The echoes of the music faded away in my head as I slowly came back to the present. Lili was looking at me with a puzzled expression on her face, tinged with a resignation I did not then understand. I don't know what came over me, but I suddenly wanted to be away from them all, even Lili. I had to remain there, though, and pretend everything was all right. I adopted a listless expression, pretending I was mazed by fear. Beside me, Lili snorted.

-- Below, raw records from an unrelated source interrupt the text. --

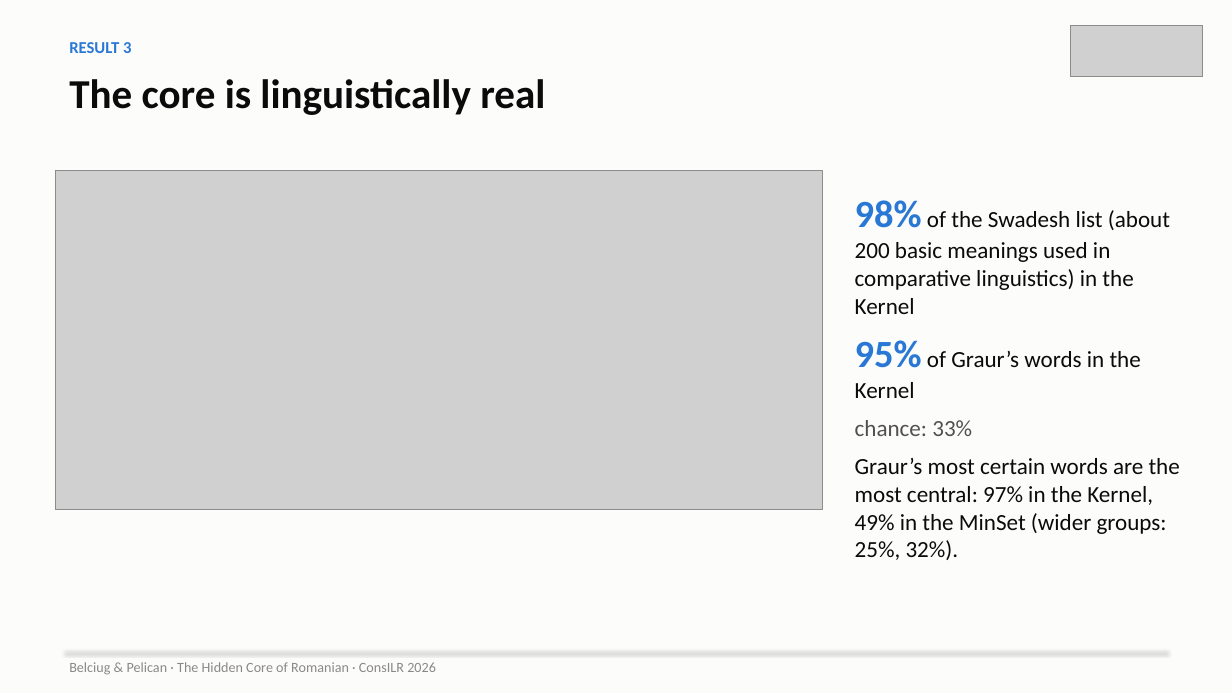
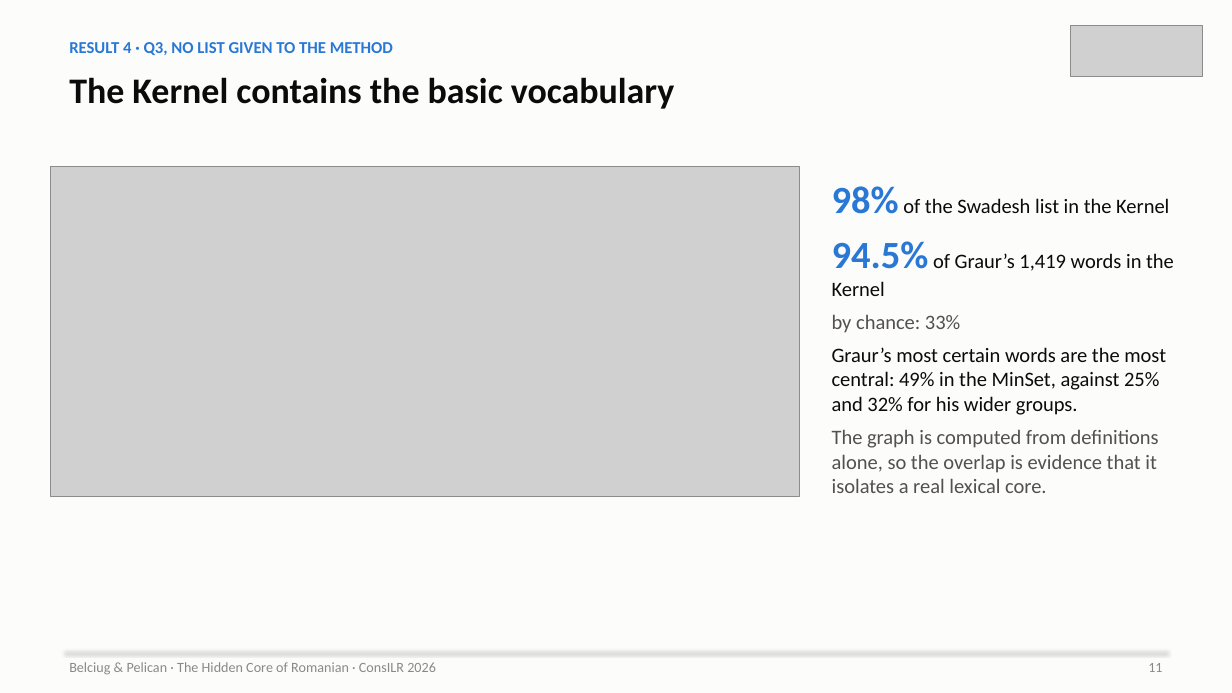
Before and after one commit to ovladon/hidden-core-romanian, a slide deck: slide 11 of slides/HiddenCore_ConsILR2026.pptx (slide 10 before the commit). Drawn at 1232x693 pixels with LibreOffice and Linux fonts; fonts in the diff are those of the drawing; grey boxes stand for pictures. Boxes give left, top, right and bottom in pixels: in the first picture for what was removed or moved away, otherwise in the second. Text is boxed around its words. In the diff, an @@ line names an element or a change of style, - is before the commit and + after.

```diff
--- a/slides/HiddenCore_ConsILR2026.pptx
+++ b/slides/HiddenCore_ConsILR2026.pptx
@@ text at (x1=69, y1=42, x2=393, y2=55): text changed @@
-RESULT 3
+RESULT 4 · Q3, NO LIST GIVEN TO THE METHOD
@@ text at (x1=69, y1=77, x2=674, y2=109): text changed; size 32 to 28 pt @@
-The core is linguistically real
+The Kernel contains the basic vocabulary
@@ picture resized from (x1=55, y1=171, x2=823, y2=510) to (x1=51, y1=166, x2=799, y2=497) @@
@@ text at (x1=832, y1=186, x2=1174, y2=493): text changed; size 18 to 16 pt @@
-98% of the Swadesh list (about 200 basic meanings used in comparative linguistics) in the Kernel
-95% of Graur’s words in the Kernel
-chance: 33%
-Graur’s most certain words are the most central: 97% in the Kernel, 49% in the MinSet (wider groups: 25%, 32%).
+98% of the Swadesh list in the Kernel
+94.5% of Graur’s 1,419 words in the Kernel
+by chance: 33%
+Graur’s most certain words are the most central: 49% in the MinSet, against 25% and 32% for his wider groups.
+The graph is computed from definitions alone, so the overlap is evidence that it isolates a real lexical core.
@@ text added at (x1=1148, y1=663, x2=1162, y2=672), 11 pt, text #8A8984 @@
+11
```
Also in this commit, not shown: 10 other slides changed, 10 slides added, 4 slides removed, 2 other files.

Fortunately there was a distraction then provided. Sometime during my lapse of attention, a decision had evidently been made to see if the Phantom had truly gone when the music had stopped. It didn't seem safe just to assume that he had. Leonie was looking around the room as she announced that she was going to open the door. As her piercing gaze coursed by, it seemed to me that she was also mutely asking if anyone else would like to do it. She passed by me as if my slack expression had convinced her not to bother. I was not ill-pleased.
She also hurried over Sami, even though she looked eager to take up the unspoken challenge; Leonie was not one to let another take all the glory, even if she herself was rather nervous at the prospect. I idly wondered why she even bothered to inquire; still, that was Leonie.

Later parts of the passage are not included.